[Start of section]

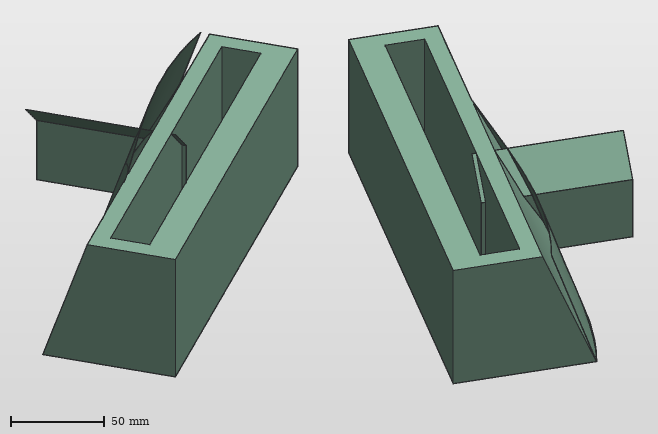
import cadquery as cq

length = 220.0
height = 75.0
top_width = 49.7
base_flare = 25.0
slot_width = 22.0
wall = 10.1

wing_start = 70.0
wing_length = length - wing_start
wing_skin = 0.2
bulge_controls = (0.0, 7.0, 18.5, 5.0)
drop_controls = (0.0, 0.16, 1.0, 1.0)
recess_start = 0.03
recess_steps = 8
outline_steps = 8

plate_thickness = 0.2
plate_length = 84.3
plate_end = 12.5
plate_ridge = 118.5
slope_run = 19.5
slope_drop = 19.0
flange_height = 37.8


def cubic(controls, s):
    """Cubic Bezier value at parameter s."""
    a, b, c, d = controls
    r = 1 - s
    return a * r**3 + 3 * b * s * r**2 + 3 * c * s**2 * r + d * s**3


def slanted_x(z):
    """X of the slanted side at height z."""
    return -base_flare * (1 - z / height)


def make_block():
    profile = [(-base_flare, 0), (top_width, 0), (top_width, height), (0, height)]
    return cq.Workplane("XZ").polyline(profile).close().extrude(-length)


def make_slot():
    slot = cq.Workplane("XY").box(slot_width, length - 2 * wall, height, centered=False)
    return slot.translate((wall, wall, 0))


def wing_outline(z):
    """Plan outline of the wing at height z: bulging curve closed along the slanted side."""
    x = slanted_x(z)
    curve = []
    for i in range(outline_steps + 1):
        s = i / outline_steps
        curve.append(cq.Vector(x - cubic(bulge_controls, s), wing_start + s * wing_length, z))
    root = [cq.Vector(x, length, z), cq.Vector(x, wing_start, z)]
    return cq.Wire.assembleEdges([
        cq.Edge.makeSpline(curve),
        cq.Edge.makeLine(curve[-1], root[0]),
        cq.Edge.makeLine(root[0], root[1]),
    ])


def make_wing():
    return cq.Workplane(cq.Solid.makeLoft([wing_outline(0), wing_outline(height)], True))


def make_recess():
    """Open recess behind the wing skin; its floor runs from the block's top edge
    down to a curve that falls along the skin from the top to the underside."""
    sections = []
    for i in range(recess_steps + 1):
        s = recess_start + (1 - recess_start) * i / recess_steps
        y = wing_start + s * wing_length
        reach = cubic(bulge_controls, s) - wing_skin
        foot_z = height * (1 - cubic(drop_controls, s))
        corners = [
            cq.Vector(0, y, height),
            cq.Vector(-reach, y, height),
            cq.Vector(slanted_x(foot_z) - reach, y, foot_z),
        ]
        sections.append(cq.Wire.makePolygon(corners, close=True))
    return cq.Workplane(cq.Solid.makeLoft(sections, False))


def make_plate():
    bend_y = plate_ridge + slope_run
    bend_z = height - slope_drop
    foot_z = bend_z - flange_height
    profile = [
        (plate_ridge, height),
        (bend_y, bend_z),
        (bend_y, foot_z),
        (bend_y + plate_thickness, foot_z),
        (bend_y + plate_thickness, bend_z),
        (plate_ridge + plate_thickness, height),
    ]
    plate = cq.Workplane("YZ").polyline(profile).close().extrude(plate_length)
    return plate.translate((plate_end - plate_length, 0, 0))


winged_block = make_block().union(make_wing().cut(make_recess())).cut(make_slot())
result = winged_block.union(make_plate())

[End of section]

**WORK ITEM:** Although the records above include pictures, the copy must contain only their exact text.

**TASK RESULT:**
import cadquery as cq

length = 220.0
height = 75.0
top_width = 49.7
base_flare = 25.0
slot_width = 22.0
wall = 10.1

wing_start = 70.0
wing_length = length - wing_start
wing_skin = 0.2
bulge_controls = (0.0, 7.0, 18.5, 5.0)
drop_controls = (0.0, 0.16, 1.0, 1.0)
recess_start = 0.03
recess_steps = 8
outline_steps = 8

plate_thickness = 0.2
plate_length = 84.3
plate_end = 12.5
plate_ridge = 118.5
slope_run = 19.5
slope_drop = 19.0
flange_height = 37.8


def cubic(controls, s):
    """Cubic Bezier value at parameter s."""
    a, b, c, d = controls
    r = 1 - s
    return a * r**3 + 3 * b * s * r**2 + 3 * c * s**2 * r + d * s**3


def slanted_x(z):
    """X of the slanted side at height z."""
    return -base_flare * (1 - z / height)


def make_block():
    profile = [(-base_flare, 0), (top_width, 0), (top_width, height), (0, height)]
    return cq.Workplane("XZ").polyline(profile).close().extrude(-length)


def make_slot():
    slot = cq.Workplane("XY").box(slot_width, length - 2 * wall, height, centered=False)
    return slot.translate((wall, wall, 0))


def wing_outline(z):
    """Plan outline of the wing at height z: bulging curve closed along the slanted side."""
    x = slanted_x(z)
    curve = []
    for i in range(outline_steps + 1):
        s = i / outline_steps
        curve.append(cq.Vector(x - cubic(bulge_controls, s), wing_start + s * wing_length, z))
    root = [cq.Vector(x, length, z), cq.Vector(x, wing_start, z)]
    return cq.Wire.assembleEdges([
        cq.Edge.makeSpline(curve),
        cq.Edge.makeLine(curve[-1], root[0]),
        cq.Edge.makeLine(root[0], root[1]),
    ])


def make_wing():
    return cq.Workplane(cq.Solid.makeLoft([wing_outline(0), wing_outline(height)], True))


def make_recess():
    """Open recess behind the wing skin; its floor runs from the block's top edge
    down to a curve that falls along the skin from the top to the underside."""
    sections = []
    for i in range(recess_steps + 1):
        s = recess_start + (1 - recess_start) * i / recess_steps
        y = wing_start + s * wing_length
        reach = cubic(bulge_controls, s) - wing_skin
        foot_z = height * (1 - cubic(drop_controls, s))
        corners = [
            cq.Vector(0, y, height),
            cq.Vector(-reach, y, height),
            cq.Vector(slanted_x(foot_z) - reach, y, foot_z),
        ]
        sections.append(cq.Wire.makePolygon(corners, close=True))
    return cq.Workplane(cq.Solid.makeLoft(sections, False))


def make_plate():
    bend_y = plate_ridge + slope_run
    bend_z = height - slope_drop
    foot_z = bend_z - flange_height
    profile = [
        (plate_ridge, height),
        (bend_y, bend_z),
        (bend_y, foot_z),
        (bend_y + plate_thickness, foot_z),
        (bend_y + plate_thickness, bend_z),
        (plate_ridge + plate_thickness, height),
    ]
    plate = cq.Workplane("YZ").polyline(profile).close().extrude(plate_length)
    return plate.translate((plate_end - plate_length, 0, 0))


winged_block = make_block().union(make_wing().cut(make_recess())).cut(make_slot())
result = winged_block.union(make_plate())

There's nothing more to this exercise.